Model Loading Patterns

Model weights are large (7B = ~14GB, 70B = ~140GB). How you get weights into a pod determines startup latency and scheduling flexibility.

• Init container: separate container downloads weights from S3/GCS before the serving container starts. Clean isolation, but every pod restart re-downloads. PersistentVolumeClaim with pre-loaded weights: mount a PVC containing the model. Fast startup but PVC is tied to a specific node — reduces scheduling flexibility. Model registry pull on startup: serving container downloads from Hugging Face Hub or MLflow at startup. Most flexible for multi-model deployments, slowest to start. Node-local cache via DaemonSet: pre-warm new GPU nodes by pulling weights to node disk. Best startup time, requires node lifecycle management.

Autoscaling: Why HPA Fails and KEDA Replaces It

Horizontal Pod Autoscaler scales on CPU or memory. For LLM workloads this is the wrong signal. An LLM pod can report 25% CPU utilization while completely saturated at the model level — the bottleneck is token throughput, not CPU cycles.

• HPA failure mode: model at 100% throughput capacity, p95 latency 8x normal — but CPU at 25%. HPA does nothing. Scale happens too late or not at all. KEDA (Kubernetes Event-Driven Autoscaler): scales on external metrics — SQS queue depth, Redis list length, Prometheus gauges. Right signal for agent workers: task queue depth. Right signal for serving pods: inference request queue or token throughput. Scale-to-zero: KEDA supports 0 replicas when queue is empty. Critical cost lever for off-peak agent workloads. Use cooldownPeriod to prevent thrashing during bursty traffic.

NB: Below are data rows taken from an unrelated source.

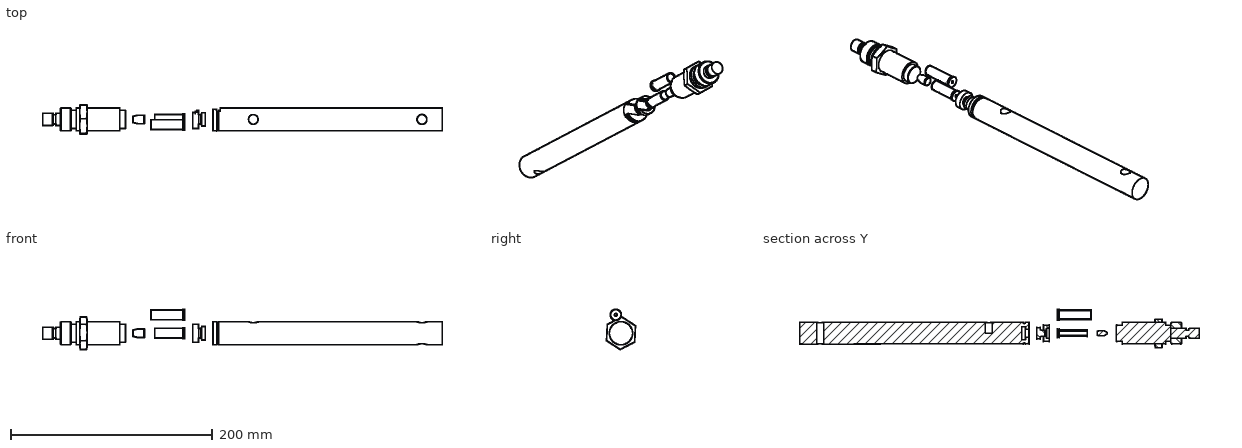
import cadquery as cq
import math


def turned(profile):
    """Solid of revolution about X from (x, radius) points; both ends close on the axis."""
    start, end = profile[0][0], profile[-1][0]
    points = [(start, 0), *profile, (end, 0)]
    return cq.Workplane("XZ").polyline(points).close().revolve(360, (0, 0, 0), (1, 0, 0))


def cylinder(x_start, x_end, radius):
    """Plain cylinder about the X axis."""
    return cq.Workplane("YZ", origin=(x_start, 0, 0)).circle(radius).extrude(x_end - x_start)


def side_slot(x_start, x_end, half_width):
    """Cutter for a U-slot open toward +Y, its round end centred on the X axis."""
    reach = 2 * BODY_R
    straight = (
        cq.Workplane("YZ", origin=(x_start, 0, 0))
        .center(reach / 2, 0)
        .rect(reach, 2 * half_width)
        .extrude(x_end - x_start)
    )
    return straight.union(cylinder(x_start, x_end, half_width))


BODY_R = 11.5
SHOULDER_R = 9.0
TOTAL_LENGTH = 397.5

ROD_R = 12.5 / 2
ROD_GROOVE_R = 4.8
ROD_GROOVE_START = 10.7
ROD_GROOVE_END = 13.0
ROD_CHAMFER = 1.0
ROD_CHAMFER_DEPTH = 0.5

COLLAR_START = 17.5
COLLAR_END = 28.5
COLLAR_CHAMFER = 1.0
COLLAR_FRONT_CHAMFER = 0.8

BARREL_SHOULDER = 33.5
BARREL_STEP = 76.5
BARREL_END = 82.5
BARREL_CHAMFER = 0.5

NUT_START = 37.0
NUT_WIDTH = 7.0
NUT_CORNER_R = 16.3
NUT_TURN = 3
NUT_CHAMFER_ANGLE = 15

PLUG_START = 90.0
PLUG_CONE_END = 94.5
PLUG_END = 101.7
PLUG_TIP_R = 3.0
PLUG_R = 4.5
PLUG_CHAMFER = 1.0
PLUG_CHAMFER_DEPTH = 0.5

SLEEVE_END = 141.0
SLEEVE_R = 10.0 / 2
SLEEVE_BORE_R = 4.0
SLEEVE_HOLE_R = 1.0
FLANGE_R = 5.5
FLANGE_WIDTH = 2.0
SLEEVE_PLACES = [(111.3, 0, 0), (107.5, -5.0, 18.3)]

STOPPER_START = 149.0
STOPPER_HEAD_END = 155.0
STOPPER_FOOT_START = 158.0
STOPPER_END = 161.7
STOPPER_NECK_R = 4.8
STOPPER_FOOT_R = 6.8
NECK_TAPER_LENGTH = 1.0
NECK_TAPER_R = 5.5
SEAT_STEPS = [(2.8, 6.0), (4.5, 4.5)]

TUBE_START = 169.3
LIP_WIDTH = 3.5
FOOT_SLOT_WIDTH = 3.5
SLOT_CLEARANCE = 0.5
V_GROOVE_WIDTH = 2.5
V_GROOVE_DEPTH = 1.0
HOLE_R = 4.8
BLIND_HOLE_X = 209.5
THROUGH_HOLE_X = 377.0


def make_rod():
    return turned([
        (0, ROD_R),
        (ROD_GROOVE_START - ROD_CHAMFER, ROD_R),
        (ROD_GROOVE_START, ROD_R - ROD_CHAMFER_DEPTH),
        (ROD_GROOVE_START, ROD_GROOVE_R),
        (ROD_GROOVE_END, ROD_GROOVE_R),
        (ROD_GROOVE_END, ROD_R),
        (COLLAR_END, ROD_R),
    ])


def make_collar():
    outside = turned([
        (COLLAR_START, BODY_R - COLLAR_FRONT_CHAMFER),
        (COLLAR_START + COLLAR_FRONT_CHAMFER, BODY_R),
        (COLLAR_END - COLLAR_CHAMFER, BODY_R),
        (COLLAR_END, BODY_R - COLLAR_CHAMFER),
    ])
    return outside.cut(cylinder(COLLAR_START, COLLAR_END, ROD_R))


def make_barrel():
    return turned([
        (COLLAR_END, SHOULDER_R),
        (BARREL_SHOULDER, SHOULDER_R),
        (BARREL_SHOULDER, BODY_R),
        (BARREL_STEP, BODY_R),
        (BARREL_STEP, SHOULDER_R),
        (BARREL_END - BARREL_CHAMFER, SHOULDER_R),
        (BARREL_END, SHOULDER_R - BARREL_CHAMFER),
    ])


def make_nut():
    nut_end = NUT_START + NUT_WIDTH
    face_r = NUT_CORNER_R * math.sqrt(3) / 2
    chamfer = (NUT_CORNER_R - face_r) * math.tan(math.radians(NUT_CHAMFER_ANGLE))
    hexagon = (
        cq.Workplane("YZ", origin=(NUT_START, 0, 0))
        .polygon(6, 2 * NUT_CORNER_R)
        .extrude(NUT_WIDTH)
        .rotate((0, 0, 0), (1, 0, 0), 90 - NUT_TURN)
    )
    chamfers = turned([
        (NUT_START, face_r),
        (NUT_START + chamfer, NUT_CORNER_R),
        (nut_end - chamfer, NUT_CORNER_R),
        (nut_end, face_r),
    ])
    return hexagon.intersect(chamfers).cut(cylinder(NUT_START, nut_end, BODY_R))


def make_plug():
    return turned([
        (PLUG_START, PLUG_TIP_R),
        (PLUG_CONE_END, PLUG_R),
        (PLUG_END - PLUG_CHAMFER, PLUG_R),
        (PLUG_END, PLUG_R - PLUG_CHAMFER_DEPTH),
    ])


def make_sleeve(x_start, y, z):
    flange_start = SLEEVE_END - FLANGE_WIDTH
    outside = turned([
        (x_start, SLEEVE_R),
        (flange_start, SLEEVE_R),
        (flange_start, FLANGE_R),
        (SLEEVE_END, FLANGE_R),
    ])
    bore = cylinder(x_start, flange_start, SLEEVE_BORE_R)
    hole = cylinder(x_start, SLEEVE_END, SLEEVE_HOLE_R)
    return outside.cut(bore).cut(hole).translate((0, y, z))


def make_stopper():
    body = turned([
        (STOPPER_START, SHOULDER_R),
        (STOPPER_HEAD_END, SHOULDER_R),
        (STOPPER_HEAD_END, STOPPER_NECK_R),
        (STOPPER_FOOT_START - NECK_TAPER_LENGTH, STOPPER_NECK_R),
        (STOPPER_FOOT_START, NECK_TAPER_R),
        (STOPPER_FOOT_START, STOPPER_FOOT_R),
        (STOPPER_END, STOPPER_FOOT_R),
    ])
    for depth, half_width in SEAT_STEPS:
        body = body.cut(side_slot(STOPPER_START, STOPPER_START + depth, half_width))
    return body


def make_tube():
    lip_end = TUBE_START + LIP_WIDTH
    tube = turned([
        (TUBE_START, BODY_R),
        (lip_end, BODY_R),
        (lip_end + V_GROOVE_WIDTH / 2, BODY_R - V_GROOVE_DEPTH),
        (lip_end + V_GROOVE_WIDTH, BODY_R),
        (TOTAL_LENGTH, BODY_R),
    ])
    neck_slot = side_slot(TUBE_START, lip_end, STOPPER_NECK_R + SLOT_CLEARANCE)
    foot_slot = side_slot(lip_end, lip_end + FOOT_SLOT_WIDTH, STOPPER_FOOT_R + SLOT_CLEARANCE)
    blind_hole = cq.Workplane("XY").center(BLIND_HOLE_X, 0).circle(HOLE_R).extrude(BODY_R)
    through_hole = cq.Workplane("XY").center(THROUGH_HOLE_X, 0).circle(HOLE_R).extrude(BODY_R, both=True)
    for cutter in (neck_slot, foot_slot, blind_hole, through_hole):
        tube = tube.cut(cutter)
    return tube


rod = make_rod()
collar = make_collar()
barrel = make_barrel()
nut = make_nut()
plug = make_plug()
sleeves = [make_sleeve(*place) for place in SLEEVE_PLACES]
stopper = make_stopper()
tube = make_tube()

bodies = [rod, collar, barrel, nut, plug, *sleeves, stopper, tube]
result = cq.Compound.makeCompound([body.solids().val() for body in bodies])

# KEDA ScaledObject — scale agent worker on SQS queue depth
apiVersion: keda.sh/v1alpha1
kind: ScaledObject
metadata:
  name: agent-worker-scaler
spec:
  scaleTargetRef:
    name: agent-worker
  minReplicaCount: 0          # Scale to zero when idle
  maxReplicaCount: 10
  cooldownPeriod: 300         # Wait 5 min before scaling down
  triggers:
  - type: aws-sqs-queue
    metadata:
      queueURL: https://sqs.us-east-1.amazonaws.com/123/agent-tasks
      queueLength: "5"        # 1 replica per 5 queued messages
      awsRegion: us-east-1

PodDisruptionBudgets for LLM Serving

When a K8s node drains (maintenance, spot preemption, cluster upgrade), pods are evicted. Without protection, all replicas of your LLM deployment can be evicted simultaneously — your service goes dark.

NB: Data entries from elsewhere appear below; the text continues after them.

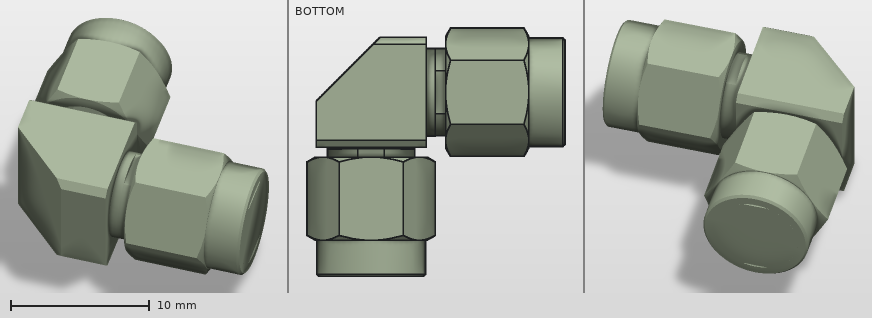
import cadquery as cq
import math


x_arm_angle = 0
y_arm_angle = 90

block_size = 7.93
block_half = block_size / 2
corner_cut = 4.6
edge_chamfer = 0.5

across_flats = 8.0
flat_radius = across_flats / 2
corner_radius = flat_radius / math.cos(math.radians(30))
hex_length = 6.0
hex_end_slope = math.radians(30)
tail_radius = 3.92
tail_length = 2.6
tail_chamfer = 0.17
nut_length = hex_length + tail_length

overall_x = 18.58
overall_y = 17.9
x_nut_start = overall_x - corner_radius - nut_length
y_nut_start = overall_y - corner_radius - nut_length

sleeve_radius = 3.15
x_flat_height = 2.75
y_flat_height = 3.01

x_boss_length = 0.65
x_boss_radius = sleeve_radius
y_boss_length = 0.11
y_boss_radius = 2.15


def turn_to_arm(body, arm_angle):
    """Swing a body from the X axis onto the arm at the given angle."""
    return body.rotate((0, 0, 0), (0, 0, 1), arm_angle)


def make_disc(start, radius, length):
    """Cylinder on the X axis, beginning at x = start."""
    return cq.Workplane("YZ", origin=(start, 0, 0)).circle(radius).extrude(length)


def make_block():
    """Cube with chamfered X edges, the outer corner of the elbow cut off, and a boss for each arm."""
    cube = cq.Workplane("XY").box(block_size, block_size, block_size)
    cube = cube.edges("|X").chamfer(edge_chamfer)
    corner = (
        cq.Workplane("XY", origin=(-block_half, -block_half, -block_half))
        .polyline([(0, 0), (corner_cut, 0), (0, corner_cut)])
        .close()
        .extrude(block_size)
    )
    x_boss = make_disc(block_half, x_boss_radius, x_boss_length)
    y_boss = turn_to_arm(make_disc(block_half, y_boss_radius, y_boss_length), y_arm_angle)
    return cube.cut(corner).union(x_boss).union(y_boss)


def make_nut(start):
    """Nut along X: bored hexagon with conical ends and a round tail, beginning at x = start."""
    hexagon = (
        cq.Workplane("YZ", origin=(start, 0, 0))
        .polygon(6, 2 * corner_radius)
        .extrude(hex_length)
    )
    cone_depth = (corner_radius - flat_radius) * math.tan(hex_end_slope)
    envelope = (
        cq.Workplane("XY", origin=(start, 0, 0))
        .polyline([
            (0, 0),
            (0, flat_radius),
            (cone_depth, corner_radius),
            (hex_length - cone_depth, corner_radius),
            (hex_length, flat_radius),
            (hex_length, 0),
        ])
        .close()
        .revolve(360, (0, 0, 0), (1, 0, 0))
    )
    tail = make_disc(start + hex_length, tail_radius, tail_length).faces(">X").chamfer(tail_chamfer)
    bore = make_disc(start, sleeve_radius, nut_length)
    return hexagon.intersect(envelope).union(tail).cut(bore)


def make_sleeve(nut_start, boss_length, flat_height):
    """Sleeve along X with two flats, from the end of the boss to the open end of the nut."""
    start = block_half + boss_length
    length = nut_start + nut_length - start
    flat_limits = (
        cq.Workplane("YZ", origin=(start, 0, 0))
        .rect(2 * sleeve_radius, 2 * flat_height)
        .extrude(length)
    )
    return make_disc(start, sleeve_radius, length).intersect(flat_limits)


block = make_block()

arms = [
    (x_arm_angle, x_nut_start, x_boss_length, x_flat_height),
    (y_arm_angle, y_nut_start, y_boss_length, y_flat_height),
]
sleeves = []
nuts = []
for arm_angle, nut_start, boss_length, flat_height in arms:
    sleeve = make_sleeve(nut_start, boss_length, flat_height)
    sleeves.append(turn_to_arm(sleeve, arm_angle).val())
    nuts.append(turn_to_arm(make_nut(nut_start), arm_angle).val())

result = cq.Compound.makeCompound([block.val(), *sleeves, *nuts])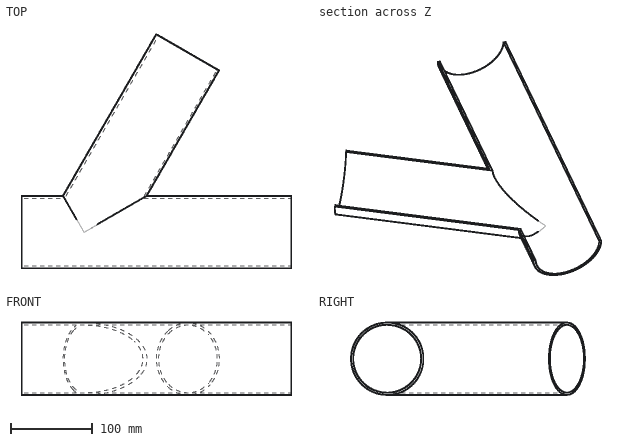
import cadquery as cq

run_length = 330.2
outer_diameter = 88.8
bore_diameter = 83.0
branch_angle = 60.0
branch_length = 254.0
branch_offset = 76.3


def wye(diameter):
    """Solid run along X joined to a slanted branch, both of one diameter."""
    run = cq.Workplane("YZ").circle(diameter / 2).extrude(run_length)
    branch = (
        cq.Workplane("YZ")
        .circle(diameter / 2)
        .extrude(branch_length)
        .rotate((0, 0, 0), (0, 0, 1), branch_angle)
        .translate((branch_offset, 0, 0))
    )
    return run.union(branch)


result = wye(outer_diameter).cut(wye(bore_diameter))

• PodDisruptionBudget (PDB): defines the minimum pods that must remain available during voluntary disruptions. Set minAvailable: 1 for any deployment with 2+ replicas. Graceful termination: set terminationGracePeriodSeconds to at least 2x your p99 inference latency. Default 30 seconds is too short for 10-second agent tasks. PreStop hook: adds a drain window between SIGTERM and pod shutdown, giving in-flight requests time to complete before the process exits.

# PodDisruptionBudget
apiVersion: policy/v1
kind: PodDisruptionBudget
metadata:
  name: llm-serving-pdb
spec:
  minAvailable: 1
  selector:
    matchLabels:
      app: llm-serving
---
# Graceful shutdown in deployment spec
spec:
  template:
    spec:
      terminationGracePeriodSeconds: 120  # 2 min for in-flight requests
      containers:
      - name: llm-server
        lifecycle:
          preStop:
            exec:
              command: ["/bin/sh", "-c", "sleep 30"]  # Drain window

Readiness vs Liveness Probes for LLM Pods

The liveness/readiness distinction matters more for LLM pods because model loading takes minutes, not milliseconds.

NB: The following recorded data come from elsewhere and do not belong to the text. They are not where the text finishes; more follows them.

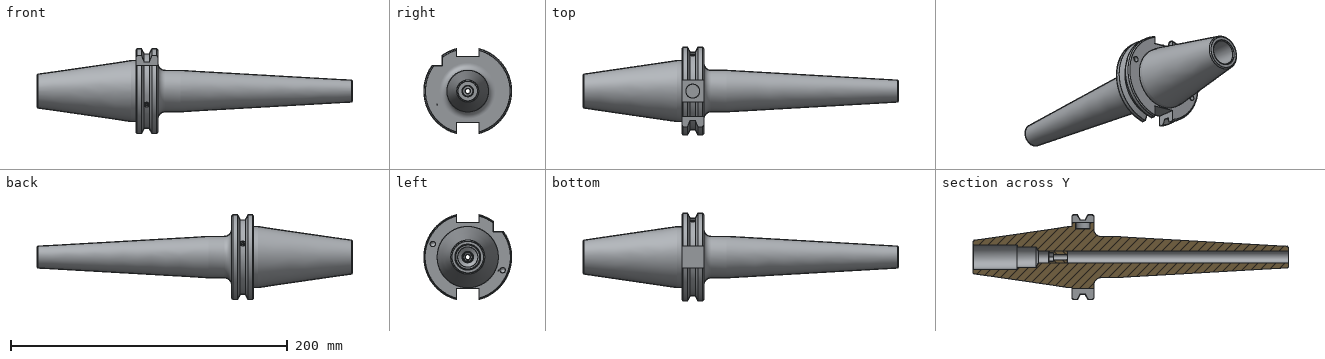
import cadquery as cq
import math


total_length = 228.5
taper_length = 68.3
flange_start = 71.7
flange_end = 87.7
neck_end = 104.2

taper_large_radius = 22.2
taper_small_radius = 12.3
taper_end_chamfer = 1.0
flange_radius = 31.7
flange_rear_chamfer = 1.0
flange_front_chamfer = 1.1
neck_radius = 15.0
neck_fillet = 5.0
nose_radius = 8.0
nose_chamfer = 1.0

groove_center = 79.5
groove_root_radius = 28.0
groove_root_half_width = 1.8
groove_flank_angle = 28.0

keyway_width = 16.0
top_keyway_floor = 25.1
bottom_keyway_floor = 22.8
notch_offset = 18.5
chip_pocket_diameter = 10.0
chip_pocket_depth = 4.5

coolant_angle = 20.5
coolant_pitch_radius = 27.0
coolant_hole_radius = 1.95
coolant_hole_depth = 3.7
drill_tip_half_angle = 59.0
plug_radius = 1.8
plug_outer_end = 27.9
plug_length = 3.7
plug_socket_flats = 1.5
plug_socket_depth = 1.4

bore_mouth_radius = 9.4
bore_mouth_chamfer = 0.7
thread_radius = bore_mouth_radius - bore_mouth_chamfer
thread_depth = 32.0
rear_bore_radius = 7.3
rear_bore_depth = 45.7
passage_radius = 4.0

screw_start = 54.8
screw_length = 13.7
screw_chamfer = 0.5
screw_hole_radius = 1.8
screw_socket_flats = 6.0
screw_socket_depth = 3.5

HEXAGON_SIDES = 6
coolant_directions = [coolant_angle, 180.0 + coolant_angle]


def revolve_about_x(profile):
    """Turn a closed profile drawn as (x, radius) into a solid about the X axis."""
    return profile.close().revolve(360, (0, 0, 0), (1, 0, 0))


def radial_plane(direction, radius):
    """Plane on the groove centre line, facing outward at an angle from +Y towards +Z."""
    y = math.cos(math.radians(direction))
    z = math.sin(math.radians(direction))
    origin = (groove_center, radius * y, radius * z)
    return cq.Plane(origin=origin, xDir=(1, 0, 0), normal=(0, y, z))


def hexagon_corner_diameter(flats):
    return flats / math.cos(math.pi / HEXAGON_SIDES)


def outer_body():
    groove_depth = flange_radius - groove_root_radius
    flank_run = groove_depth * math.tan(math.radians(groove_flank_angle))
    groove_rim_half_width = groove_root_half_width + flank_run
    fillet_middle = neck_fillet * (1 - math.sqrt(0.5))

    profile = (
        cq.Workplane("XY")
        .moveTo(0, 0)
        .lineTo(0, taper_small_radius - taper_end_chamfer)
        .lineTo(taper_end_chamfer, taper_small_radius)
        .lineTo(taper_length, taper_large_radius)
        .lineTo(flange_start, taper_large_radius)
        .lineTo(flange_start, flange_radius - flange_rear_chamfer)
        .lineTo(flange_start + flange_rear_chamfer, flange_radius)
        .lineTo(groove_center - groove_rim_half_width, flange_radius)
        .lineTo(groove_center - groove_root_half_width, groove_root_radius)
        .lineTo(groove_center + groove_root_half_width, groove_root_radius)
        .lineTo(groove_center + groove_rim_half_width, flange_radius)
        .lineTo(flange_end - flange_front_chamfer, flange_radius)
        .lineTo(flange_end, flange_radius - flange_front_chamfer)
        .lineTo(flange_end, neck_radius + neck_fillet)
        .threePointArc(
            (flange_end + fillet_middle, neck_radius + fillet_middle),
            (flange_end + neck_fillet, neck_radius),
        )
        .lineTo(neck_end, neck_radius)
        .lineTo(total_length - nose_chamfer, nose_radius)
        .lineTo(total_length, nose_radius - nose_chamfer)
        .lineTo(total_length, 0)
    )
    return revolve_about_x(profile)


def central_bore():
    """Threaded mouth, drilled bore with a conical bottom, and a passage out through the nose."""
    tip_slope = math.tan(math.radians(drill_tip_half_angle))
    cone_length = (rear_bore_radius - passage_radius) / tip_slope
    profile = (
        cq.Workplane("XY")
        .moveTo(0, 0)
        .lineTo(0, bore_mouth_radius)
        .lineTo(bore_mouth_chamfer, thread_radius)
        .lineTo(thread_depth, thread_radius)
        .lineTo(thread_depth, rear_bore_radius)
        .lineTo(rear_bore_depth, rear_bore_radius)
        .lineTo(rear_bore_depth + cone_length, passage_radius)
        .lineTo(total_length, passage_radius)
        .lineTo(total_length, 0)
    )
    return revolve_about_x(profile)


def flange_block(y_start, y_end, z_start, z_end):
    """Cutting block that spans the whole width of the flange."""
    size = (flange_end - flange_start, y_end - y_start, z_end - z_start)
    return cq.Workplane("XY").box(*size, centered=False).translate((flange_start, y_start, z_start))


def flange_cutouts():
    half_width = keyway_width / 2
    top_keyway = flange_block(-half_width, half_width, top_keyway_floor, flange_radius)
    bottom_keyway = flange_block(-half_width, half_width, -flange_radius, -bottom_keyway_floor)
    corner_notch = flange_block(-flange_radius, -notch_offset, notch_offset, flange_radius)
    return top_keyway.union(bottom_keyway).union(corner_notch)


def chip_pocket():
    """Round pocket in the floor of the top keyway."""
    floor = cq.Workplane("XY", origin=(groove_center, 0, top_keyway_floor))
    return floor.circle(chip_pocket_diameter / 2).extrude(-chip_pocket_depth)


def coolant_hole(direction):
    """Blind hole with a drill tip, entering the rear face of the flange."""
    tip_length = coolant_hole_radius / math.tan(math.radians(drill_tip_half_angle))
    y = coolant_pitch_radius * math.cos(math.radians(direction))
    z = coolant_pitch_radius * math.sin(math.radians(direction))
    profile = (
        cq.Workplane("XY")
        .moveTo(0, 0)
        .lineTo(0, coolant_hole_radius)
        .lineTo(coolant_hole_depth, coolant_hole_radius)
        .lineTo(coolant_hole_depth + tip_length, 0)
    )
    return revolve_about_x(profile).translate((flange_start, y, z))


def plug_hole(direction):
    """Radial hole from the groove down to the inner end of the plug."""
    outer_plane = radial_plane(direction, flange_radius)
    depth = flange_radius - plug_outer_end + plug_length
    return cq.Workplane(outer_plane).circle(plug_radius).extrude(-depth)


def make_holder():
    holder = outer_body().cut(central_bore()).cut(flange_cutouts()).cut(chip_pocket())
    for direction in coolant_directions:
        holder = holder.cut(coolant_hole(direction)).cut(plug_hole(direction))
    return holder


def make_plug(direction):
    """Grub screw with a hexagon socket that closes one radial hole."""
    outer_end = cq.Workplane(radial_plane(direction, plug_outer_end))
    socket_diameter = hexagon_corner_diameter(plug_socket_flats)
    socket = outer_end.polygon(HEXAGON_SIDES, socket_diameter).extrude(-plug_socket_depth)
    return outer_end.circle(plug_radius).extrude(-plug_length).cut(socket)


def make_stop_screw():
    """Hollow screw with chamfered ends and a hexagon socket facing the taper end."""
    rear_end = cq.Workplane("YZ", origin=(screw_start, 0, 0))
    shank = rear_end.circle(passage_radius).extrude(screw_length).edges().chamfer(screw_chamfer)
    through_hole = rear_end.circle(screw_hole_radius).extrude(screw_length)
    socket_diameter = hexagon_corner_diameter(screw_socket_flats)
    socket = rear_end.polygon(HEXAGON_SIDES, socket_diameter).extrude(screw_socket_depth)
    return shank.cut(through_hole).cut(socket)


holder = make_holder()
plugs = [make_plug(direction) for direction in coolant_directions]
stop_screw = make_stop_screw()

result = cq.Compound.makeCompound(
    [holder.val(), *[plug.val() for plug in plugs], stop_screw.val()]
)

• Readiness probe: checks if the pod is ready to serve inference. For LLM pods: HTTP GET /ready verifies model weights are loaded and tokenizer responds. Set initialDelaySeconds to cover model load time (2–15 minutes). Until readiness passes, the pod is excluded from the load balancer — not killed. Liveness probe: checks if the pod is stuck and needs a restart. Simple GET /health. Set failureThreshold high (3–5) to avoid restarting a pod processing a legitimate long request. Startup probe: for very slow-starting pods, use startupProbe with high failureThreshold to give the pod time to load before liveness kicks in. Prevents liveness from killing a pod still loading the model.